First off: no. Big money plays in high frequency trading (roughly half of all
trading activity), and the smaller traders without instantaneous access are
the losers in this game.

Secondly, NASDAQ's obsession with precise global sequencing is A) misguided
and B) effectively impossible to do right 100% of the time. Given this, I
would argue that the appropriate thing to do is change the market
requirements. And I'd argue that like this:

1) Temporally quantize the market. Orders come in on an open temporal window
that is sufficiently long to account for global latency of non-pathological
communication (sorry, tor users) and a bit of computation time. Everyone gets
to swim in the same pool. Maybe one second, maybe more. Nobody gets to see the
order book until it's resolved. Write-only. 2) Lock the book and fulfill
orders from the set of satisfiable orders. If there just contention for a
trade (there will always be some), fulfill the contentious trades randomly
using random zeedig generated from a pre-announced salt and a hash of some or
all of the order book for the window. 3) Return the results and the hashes of
the order book, next salt, etc, for verifiability and prep. 4) Re-open the
order window.

High frequency traders would hate this, because they wouldn't be able to
pounce on quick movements, even without fronting slower traders.
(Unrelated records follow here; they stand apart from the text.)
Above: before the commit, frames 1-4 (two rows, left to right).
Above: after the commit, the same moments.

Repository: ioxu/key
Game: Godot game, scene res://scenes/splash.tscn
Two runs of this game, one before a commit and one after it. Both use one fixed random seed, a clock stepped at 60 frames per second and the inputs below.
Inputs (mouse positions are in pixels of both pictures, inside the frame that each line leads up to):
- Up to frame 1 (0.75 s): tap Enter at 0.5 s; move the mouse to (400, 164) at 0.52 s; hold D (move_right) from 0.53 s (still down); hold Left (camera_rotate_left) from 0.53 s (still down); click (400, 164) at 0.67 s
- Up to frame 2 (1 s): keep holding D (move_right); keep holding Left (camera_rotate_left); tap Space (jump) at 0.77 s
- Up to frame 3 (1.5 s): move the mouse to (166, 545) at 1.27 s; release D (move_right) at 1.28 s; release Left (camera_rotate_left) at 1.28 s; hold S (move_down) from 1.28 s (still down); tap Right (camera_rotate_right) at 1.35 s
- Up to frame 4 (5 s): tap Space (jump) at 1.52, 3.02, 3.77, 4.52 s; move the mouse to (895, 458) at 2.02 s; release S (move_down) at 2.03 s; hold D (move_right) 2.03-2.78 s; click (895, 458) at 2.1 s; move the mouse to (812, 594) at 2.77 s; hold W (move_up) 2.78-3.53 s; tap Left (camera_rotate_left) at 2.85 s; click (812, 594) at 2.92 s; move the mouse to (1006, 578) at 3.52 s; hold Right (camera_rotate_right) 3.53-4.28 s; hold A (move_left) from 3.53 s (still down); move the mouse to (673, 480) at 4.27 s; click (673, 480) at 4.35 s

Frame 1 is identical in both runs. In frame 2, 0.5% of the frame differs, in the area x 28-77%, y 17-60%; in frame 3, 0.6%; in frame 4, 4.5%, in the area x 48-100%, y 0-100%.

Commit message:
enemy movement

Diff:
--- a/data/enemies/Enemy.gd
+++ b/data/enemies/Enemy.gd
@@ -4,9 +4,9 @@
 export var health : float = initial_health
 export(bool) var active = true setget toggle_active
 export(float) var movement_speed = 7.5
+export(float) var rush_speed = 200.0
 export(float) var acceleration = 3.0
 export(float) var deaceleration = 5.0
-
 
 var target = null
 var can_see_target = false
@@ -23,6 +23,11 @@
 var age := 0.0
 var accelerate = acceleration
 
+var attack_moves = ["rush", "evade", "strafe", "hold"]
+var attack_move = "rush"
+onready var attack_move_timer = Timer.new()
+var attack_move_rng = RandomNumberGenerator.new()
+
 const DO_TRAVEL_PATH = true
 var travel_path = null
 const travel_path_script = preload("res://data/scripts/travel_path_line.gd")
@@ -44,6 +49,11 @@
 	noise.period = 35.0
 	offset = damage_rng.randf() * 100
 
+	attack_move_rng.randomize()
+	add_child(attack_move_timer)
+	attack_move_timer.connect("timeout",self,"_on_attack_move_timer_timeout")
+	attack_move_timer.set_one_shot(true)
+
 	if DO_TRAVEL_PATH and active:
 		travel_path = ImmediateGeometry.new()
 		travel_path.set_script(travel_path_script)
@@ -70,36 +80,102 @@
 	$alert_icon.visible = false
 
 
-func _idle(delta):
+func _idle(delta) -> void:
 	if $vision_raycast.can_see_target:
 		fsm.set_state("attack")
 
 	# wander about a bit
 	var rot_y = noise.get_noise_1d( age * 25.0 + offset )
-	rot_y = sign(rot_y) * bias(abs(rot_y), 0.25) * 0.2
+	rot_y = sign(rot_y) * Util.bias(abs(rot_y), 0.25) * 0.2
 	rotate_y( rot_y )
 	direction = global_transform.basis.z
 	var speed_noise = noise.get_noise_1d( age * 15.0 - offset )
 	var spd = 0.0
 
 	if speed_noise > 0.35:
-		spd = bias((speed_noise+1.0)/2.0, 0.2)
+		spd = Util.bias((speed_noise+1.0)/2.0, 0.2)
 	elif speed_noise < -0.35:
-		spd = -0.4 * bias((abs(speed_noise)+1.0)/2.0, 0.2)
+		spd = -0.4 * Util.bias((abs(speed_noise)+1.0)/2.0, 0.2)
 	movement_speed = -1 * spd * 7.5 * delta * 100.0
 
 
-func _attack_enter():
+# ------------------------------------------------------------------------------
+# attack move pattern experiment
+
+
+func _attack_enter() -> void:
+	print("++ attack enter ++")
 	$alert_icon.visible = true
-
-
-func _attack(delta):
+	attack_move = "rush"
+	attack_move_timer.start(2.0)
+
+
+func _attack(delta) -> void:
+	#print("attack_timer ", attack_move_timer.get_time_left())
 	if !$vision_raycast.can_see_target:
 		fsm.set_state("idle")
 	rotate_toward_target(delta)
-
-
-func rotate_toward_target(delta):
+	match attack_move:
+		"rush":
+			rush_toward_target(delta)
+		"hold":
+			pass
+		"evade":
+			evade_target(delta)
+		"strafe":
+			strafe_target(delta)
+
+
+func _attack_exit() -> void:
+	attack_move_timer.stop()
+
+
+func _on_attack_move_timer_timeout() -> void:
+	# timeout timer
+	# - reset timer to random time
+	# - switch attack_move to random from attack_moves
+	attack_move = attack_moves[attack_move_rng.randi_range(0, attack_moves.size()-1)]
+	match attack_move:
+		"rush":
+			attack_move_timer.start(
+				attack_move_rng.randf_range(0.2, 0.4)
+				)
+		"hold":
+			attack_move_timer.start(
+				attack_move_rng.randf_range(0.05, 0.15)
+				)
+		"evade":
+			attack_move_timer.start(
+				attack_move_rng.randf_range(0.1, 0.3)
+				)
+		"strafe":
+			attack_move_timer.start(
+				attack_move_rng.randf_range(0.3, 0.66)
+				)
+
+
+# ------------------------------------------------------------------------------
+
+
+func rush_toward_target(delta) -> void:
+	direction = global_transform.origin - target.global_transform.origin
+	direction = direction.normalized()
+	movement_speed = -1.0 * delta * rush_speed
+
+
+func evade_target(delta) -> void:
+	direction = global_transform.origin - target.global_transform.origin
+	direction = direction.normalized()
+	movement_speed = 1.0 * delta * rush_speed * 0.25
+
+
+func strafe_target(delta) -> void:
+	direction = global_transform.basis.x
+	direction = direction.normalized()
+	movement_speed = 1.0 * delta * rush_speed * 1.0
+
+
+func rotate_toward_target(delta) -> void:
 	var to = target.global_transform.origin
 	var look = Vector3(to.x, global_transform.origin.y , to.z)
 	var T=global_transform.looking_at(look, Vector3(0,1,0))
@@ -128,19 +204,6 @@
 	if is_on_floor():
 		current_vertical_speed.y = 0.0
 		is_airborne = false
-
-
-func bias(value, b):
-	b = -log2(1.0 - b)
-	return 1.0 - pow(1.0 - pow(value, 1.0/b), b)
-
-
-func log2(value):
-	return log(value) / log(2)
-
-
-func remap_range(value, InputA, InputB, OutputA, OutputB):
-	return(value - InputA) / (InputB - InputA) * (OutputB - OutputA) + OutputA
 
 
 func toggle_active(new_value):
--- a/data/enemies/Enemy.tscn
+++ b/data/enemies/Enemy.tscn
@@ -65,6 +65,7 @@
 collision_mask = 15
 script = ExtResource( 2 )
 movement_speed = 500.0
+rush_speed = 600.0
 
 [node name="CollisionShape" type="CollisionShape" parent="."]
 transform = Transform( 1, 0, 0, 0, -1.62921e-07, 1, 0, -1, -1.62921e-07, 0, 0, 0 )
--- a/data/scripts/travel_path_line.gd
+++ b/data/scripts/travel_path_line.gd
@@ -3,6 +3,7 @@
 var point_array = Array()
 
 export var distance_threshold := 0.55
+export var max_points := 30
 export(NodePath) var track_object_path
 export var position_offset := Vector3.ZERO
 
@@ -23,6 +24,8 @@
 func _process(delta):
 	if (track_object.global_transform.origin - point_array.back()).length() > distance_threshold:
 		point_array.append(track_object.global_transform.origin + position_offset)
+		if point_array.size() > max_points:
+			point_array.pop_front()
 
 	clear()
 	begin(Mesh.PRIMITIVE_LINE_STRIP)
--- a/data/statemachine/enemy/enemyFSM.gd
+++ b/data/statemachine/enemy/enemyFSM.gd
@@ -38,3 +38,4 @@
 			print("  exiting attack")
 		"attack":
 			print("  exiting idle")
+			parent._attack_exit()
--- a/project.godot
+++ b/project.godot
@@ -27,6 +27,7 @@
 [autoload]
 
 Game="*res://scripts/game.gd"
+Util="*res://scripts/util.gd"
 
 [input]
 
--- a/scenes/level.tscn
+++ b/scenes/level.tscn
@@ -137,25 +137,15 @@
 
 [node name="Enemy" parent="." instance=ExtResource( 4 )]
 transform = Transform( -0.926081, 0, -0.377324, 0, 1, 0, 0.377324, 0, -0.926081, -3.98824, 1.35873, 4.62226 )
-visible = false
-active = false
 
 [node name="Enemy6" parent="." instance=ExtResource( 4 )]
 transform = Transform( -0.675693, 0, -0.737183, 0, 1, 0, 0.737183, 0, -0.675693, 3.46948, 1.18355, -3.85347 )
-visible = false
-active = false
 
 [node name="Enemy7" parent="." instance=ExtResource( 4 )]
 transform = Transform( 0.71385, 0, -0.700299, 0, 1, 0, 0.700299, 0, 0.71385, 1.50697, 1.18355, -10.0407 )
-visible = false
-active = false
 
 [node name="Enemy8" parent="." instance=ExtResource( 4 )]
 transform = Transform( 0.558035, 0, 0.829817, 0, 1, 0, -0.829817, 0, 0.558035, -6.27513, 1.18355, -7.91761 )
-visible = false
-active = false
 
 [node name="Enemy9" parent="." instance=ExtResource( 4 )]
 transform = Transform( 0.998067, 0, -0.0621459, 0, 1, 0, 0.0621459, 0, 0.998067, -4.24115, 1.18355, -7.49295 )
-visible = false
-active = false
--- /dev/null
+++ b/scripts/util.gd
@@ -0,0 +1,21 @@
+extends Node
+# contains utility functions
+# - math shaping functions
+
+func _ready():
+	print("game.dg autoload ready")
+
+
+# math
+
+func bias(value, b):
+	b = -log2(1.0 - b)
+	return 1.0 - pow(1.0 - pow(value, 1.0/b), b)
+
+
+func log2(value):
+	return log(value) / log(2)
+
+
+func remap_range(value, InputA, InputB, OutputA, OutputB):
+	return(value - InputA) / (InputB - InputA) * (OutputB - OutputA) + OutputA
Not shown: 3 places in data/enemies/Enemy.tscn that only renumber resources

It would, naturally, increase latency for trades by virtue of having to wait
for market resolution. However, mere sequencing doesn't solve the problem of
having to resolve and confirm trades (the speed of light is so cruel), so I'm
left utterly unsold on the market-efficiency benefit of ultra-high order
resolution. Wealthy high frequency traders want to use time to buy an
advantage, and the liquidity support they provide to the markets is dubious,
at best, since they pull the plug as soon as things get crazy.

Quantize the markets.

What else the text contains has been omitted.